▶ What is needed:
Return every line of the data below exactly, but do not include the images.

*** Record set ***

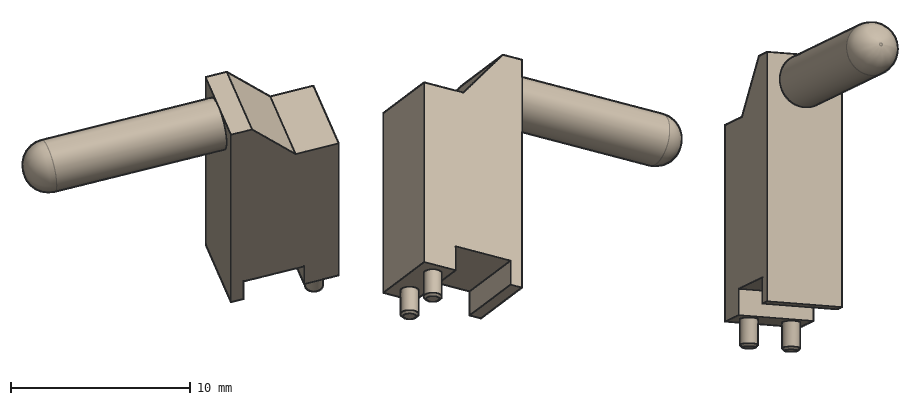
import cadquery as cq

TOTAL_LENGTH = 17.78
TOTAL_HEIGHT = 15.8
HOUSING_WIDTH = 4.52
HOUSING_DEPTH = 6.35

TOP_LAND_DEPTH = 1.25
SLOPE_DEPTH = 2.56

FRONT_FOOT_DEPTH = 0.75
REAR_FOOT_DEPTH = 2.05
SLOT_HEIGHT = 1.5

PEG_DIAMETER = 1.03
PEG_LENGTH = 1.6
PEG_SPACING = 2.55
PEG_TO_REAR_FACE = 1.14
PEG_CHAMFER = 0.15

ROD_DIAMETER = 3.0
ROD_TIP_RADIUS = 1.42

housing_height = TOTAL_HEIGHT - PEG_LENGTH
step_height = housing_height - ROD_DIAMETER
rod_length = TOTAL_LENGTH - HOUSING_DEPTH
rod_axis_height = housing_height - ROD_DIAMETER / 2


def make_peg(x):
    """Peg hanging below the rear foot, chamfered at its free end."""
    return (
        cq.Workplane("XY")
        .center(x, HOUSING_DEPTH - PEG_TO_REAR_FACE)
        .circle(PEG_DIAMETER / 2)
        .extrude(-PEG_LENGTH)
        .faces("<Z")
        .chamfer(PEG_CHAMFER)
    )


def make_housing():
    """Side profile extruded across the width, with its two moulded-on pegs."""
    slot_rear = HOUSING_DEPTH - REAR_FOOT_DEPTH
    profile = [
        (0, 0),
        (0, housing_height),
        (TOP_LAND_DEPTH, housing_height),
        (TOP_LAND_DEPTH + SLOPE_DEPTH, step_height),
        (HOUSING_DEPTH, step_height),
        (HOUSING_DEPTH, 0),
        (slot_rear, 0),
        (slot_rear, SLOT_HEIGHT),
        (FRONT_FOOT_DEPTH, SLOT_HEIGHT),
        (FRONT_FOOT_DEPTH, 0),
    ]
    body = cq.Workplane("YZ").polyline(profile).close().extrude(HOUSING_WIDTH / 2, both=True)
    for side in (-1, 1):
        body = body.union(make_peg(side * PEG_SPACING / 2))
    return body


def make_rod():
    """Rod butted against the front face, level with the top of the housing."""
    return (
        cq.Workplane("XZ")
        .center(0, rod_axis_height)
        .circle(ROD_DIAMETER / 2)
        .extrude(rod_length)
        .faces("<Y")
        .edges()
        .fillet(ROD_TIP_RADIUS)
    )


housing = make_housing()
rod = make_rod()

result = cq.Compound.makeCompound([housing.solids().val(), rod.solids().val()])

*** End of Record set ***

▶ Response to this exercise:
import cadquery as cq

TOTAL_LENGTH = 17.78
TOTAL_HEIGHT = 15.8
HOUSING_WIDTH = 4.52
HOUSING_DEPTH = 6.35

TOP_LAND_DEPTH = 1.25
SLOPE_DEPTH = 2.56

FRONT_FOOT_DEPTH = 0.75
REAR_FOOT_DEPTH = 2.05
SLOT_HEIGHT = 1.5

PEG_DIAMETER = 1.03
PEG_LENGTH = 1.6
PEG_SPACING = 2.55
PEG_TO_REAR_FACE = 1.14
PEG_CHAMFER = 0.15

ROD_DIAMETER = 3.0
ROD_TIP_RADIUS = 1.42

housing_height = TOTAL_HEIGHT - PEG_LENGTH
step_height = housing_height - ROD_DIAMETER
rod_length = TOTAL_LENGTH - HOUSING_DEPTH
rod_axis_height = housing_height - ROD_DIAMETER / 2


def make_peg(x):
    """Peg hanging below the rear foot, chamfered at its free end."""
    return (
        cq.Workplane("XY")
        .center(x, HOUSING_DEPTH - PEG_TO_REAR_FACE)
        .circle(PEG_DIAMETER / 2)
        .extrude(-PEG_LENGTH)
        .faces("<Z")
        .chamfer(PEG_CHAMFER)
    )


def make_housing():
    """Side profile extruded across the width, with its two moulded-on pegs."""
    slot_rear = HOUSING_DEPTH - REAR_FOOT_DEPTH
    profile = [
        (0, 0),
        (0, housing_height),
        (TOP_LAND_DEPTH, housing_height),
        (TOP_LAND_DEPTH + SLOPE_DEPTH, step_height),
        (HOUSING_DEPTH, step_height),
        (HOUSING_DEPTH, 0),
        (slot_rear, 0),
        (slot_rear, SLOT_HEIGHT),
        (FRONT_FOOT_DEPTH, SLOT_HEIGHT),
        (FRONT_FOOT_DEPTH, 0),
    ]
    body = cq.Workplane("YZ").polyline(profile).close().extrude(HOUSING_WIDTH / 2, both=True)
    for side in (-1, 1):
        body = body.union(make_peg(side * PEG_SPACING / 2))
    return body


def make_rod():
    """Rod butted against the front face, level with the top of the housing."""
    return (
        cq.Workplane("XZ")
        .center(0, rod_axis_height)
        .circle(ROD_DIAMETER / 2)
        .extrude(rod_length)
        .faces("<Y")
        .edges()
        .fillet(ROD_TIP_RADIUS)
    )


housing = make_housing()
rod = make_rod()

result = cq.Compound.makeCompound([housing.solids().val(), rod.solids().val()])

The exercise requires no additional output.